Chefs brine lean meats like turkey for flavour enhancement and reduce risk of over cooking (ie dry, crumbly meat). Of course, flavour is the integration of all sensory stimuli (physical and chemical) perceived when eating food. When it comes to turkey, it’s not just about moisture, but also the golden brown hue of the crispy skin; the sound of the skin when it crunches; and the aromas originating from reactions between amino acids and sugars that dissolve into the lipids.

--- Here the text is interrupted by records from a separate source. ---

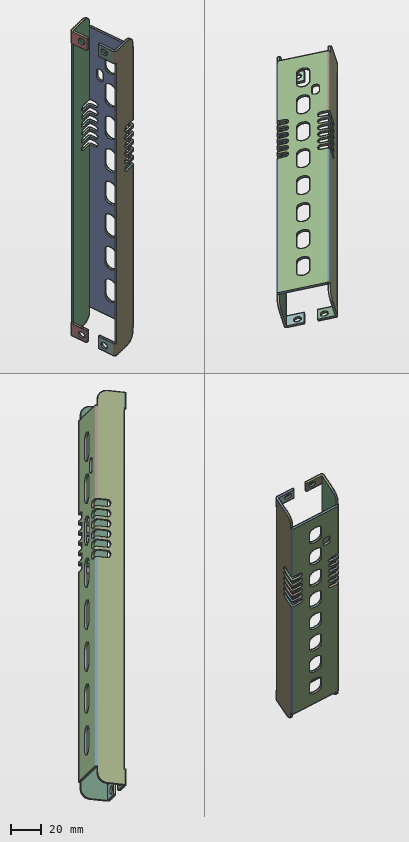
import cadquery as cq

length = 268.2
width = 35.7
depth = 21.2
thickness = 1.5
bend_radius = thickness

tab_height = 10.7
tab_gap = 8.9
tab_corner_radius = 1.0
wall_corner_radius = 6.5
tab_hole_diameter = 5.0
tab_hole_spacing = 18.0
tab_hole_from_end = 4.8

slot_count = 8
slot_pitch = 28.7
slot_width = 8.9
slot_length = 19.5

small_slot_width = 5.0
small_slot_length = 10.2
small_slot_x = -8.3
small_slot_z = 85.0

vent_count = 6
vent_pitch = 7.0
vent_height = 4.8
vent_top_z = 57.0
vent_reach_web = 8.0
vent_reach_wall = 10.5

half_length = length / 2
half_width = width / 2
half_depth = depth / 2
web_half_length = half_length - tab_height


def channel():
    """Closed rectangular tube with rounded bends, web at +Y, running along Z."""
    outer = cq.Workplane("XY").rect(width, depth).extrude(half_length, both=True)
    outer = outer.edges("|Z").fillet(bend_radius)
    inner = (
        cq.Workplane("XY")
        .rect(width - 2 * thickness, depth - 2 * thickness)
        .extrude(half_length, both=True)
    )
    return outer.cut(inner)


def box(x_size, y_range, z_range):
    """Box centred on X that spans the given Y and Z ranges."""
    y_low, y_high = y_range
    z_low, z_high = z_range
    return (
        cq.Workplane("XY")
        .box(x_size, y_high - y_low, z_high - z_low)
        .translate((0, (y_low + y_high) / 2, (z_low + z_high) / 2))
    )


def end_profile():
    """Side outline: walls with rounded rear corners, web and tabs of limited length."""
    wall_rear = half_depth - bend_radius
    wall_front = -half_depth + bend_radius
    walls = box(width, (wall_front, wall_rear), (-half_length, half_length))
    walls = walls.edges("|X and >Y").fillet(wall_corner_radius)
    web = box(width, (wall_rear, half_depth), (-web_half_length, web_half_length))
    profile = walls.union(web)
    for tab_bottom in (-half_length, web_half_length):
        tabs = box(width, (-half_depth, wall_front), (tab_bottom, tab_bottom + tab_height))
        profile = profile.union(tabs)
    return profile


def tab_cutters(tab_bottom):
    """Gap between a pair of tabs, with their rounded lower inner corners."""
    front = (-half_depth, -half_depth + thickness)
    cutter = box(tab_gap, front, (tab_bottom, tab_bottom + tab_height))
    half_gap = tab_gap / 2
    for side in (-1, 1):
        corner = (
            cq.Workplane("XZ", origin=(0, front[1], 0))
            .moveTo(side * half_gap, tab_bottom)
            .lineTo(side * (half_gap + tab_corner_radius), tab_bottom)
            .radiusArc((side * half_gap, tab_bottom + tab_corner_radius), side * tab_corner_radius)
            .close()
            .extrude(thickness)
        )
        cutter = cutter.union(corner)
    return cutter


def tab_holes():
    """Round holes through the four tabs."""
    hole_z = half_length - tab_hole_from_end
    hole_x = tab_hole_spacing / 2
    centres = [(x, z) for x in (-hole_x, hole_x) for z in (-hole_z, hole_z)]
    return (
        cq.Workplane("XZ", origin=(0, -half_depth + thickness, 0))
        .pushPoints(centres)
        .circle(tab_hole_diameter / 2)
        .extrude(thickness)
    )


def web_slots(centres, slot_size, slot_breadth):
    """Upright round-ended slots through the web."""
    return (
        cq.Workplane("XZ", origin=(0, half_depth, 0))
        .pushPoints(centres)
        .slot2D(slot_size, slot_breadth, 90)
        .extrude(thickness)
    )


def vents():
    """Round-ended vents in the web and side walls, meeting at the bends."""
    heights = [vent_top_z - i * vent_pitch for i in range(vent_count)]
    web_centres = [(side * half_width, z) for side in (-1, 1) for z in heights]
    wall_centres = [(half_depth, z) for z in heights]
    in_web = (
        cq.Workplane("XZ", origin=(0, half_depth, 0))
        .pushPoints(web_centres)
        .slot2D(2 * vent_reach_web, vent_height)
        .extrude(thickness)
    )
    in_walls = (
        cq.Workplane("YZ")
        .pushPoints(wall_centres)
        .slot2D(2 * vent_reach_wall, vent_height)
        .extrude(half_width, both=True)
    )
    middle = box(width - 2 * thickness, (-half_depth, half_depth), (-half_length, half_length))
    return in_web.union(in_walls.cut(middle))


slot_row_start = -(slot_count - 1) * slot_pitch / 2
slot_row = [(0, slot_row_start + i * slot_pitch) for i in range(slot_count)]

result = channel().intersect(end_profile())
for bottom in (-half_length, web_half_length):
    result = result.cut(tab_cutters(bottom))
result = result.cut(tab_holes())
result = result.cut(web_slots(slot_row, slot_length, slot_width))
result = result.cut(web_slots([(small_slot_x, small_slot_z)], small_slot_length, small_slot_width))
result = result.cut(vents())

Sensory research[1] conducted among culinary professionals has shown that brined, roasted turkey scores higher than unbrined roasted turkey. The verdict is clear: if you want to get the most out of your roast, you should brine it first.
Recipe book: brined turkey for beginners
I suggest using skinless boneless turkey breast if this is your first attempt to brine meat. You can then move on to leg quarters, before finally brining a whole bird.
Ingredients
- Turkey breast 2kg
- Koshering salt 80g
- Sugar 30g
- Water 2 litres
- Vegetable oil to taste
Instructions
- Dissolve the koshering salt and sugar into the water (the container does not matter – a large pan or even a bucket will work)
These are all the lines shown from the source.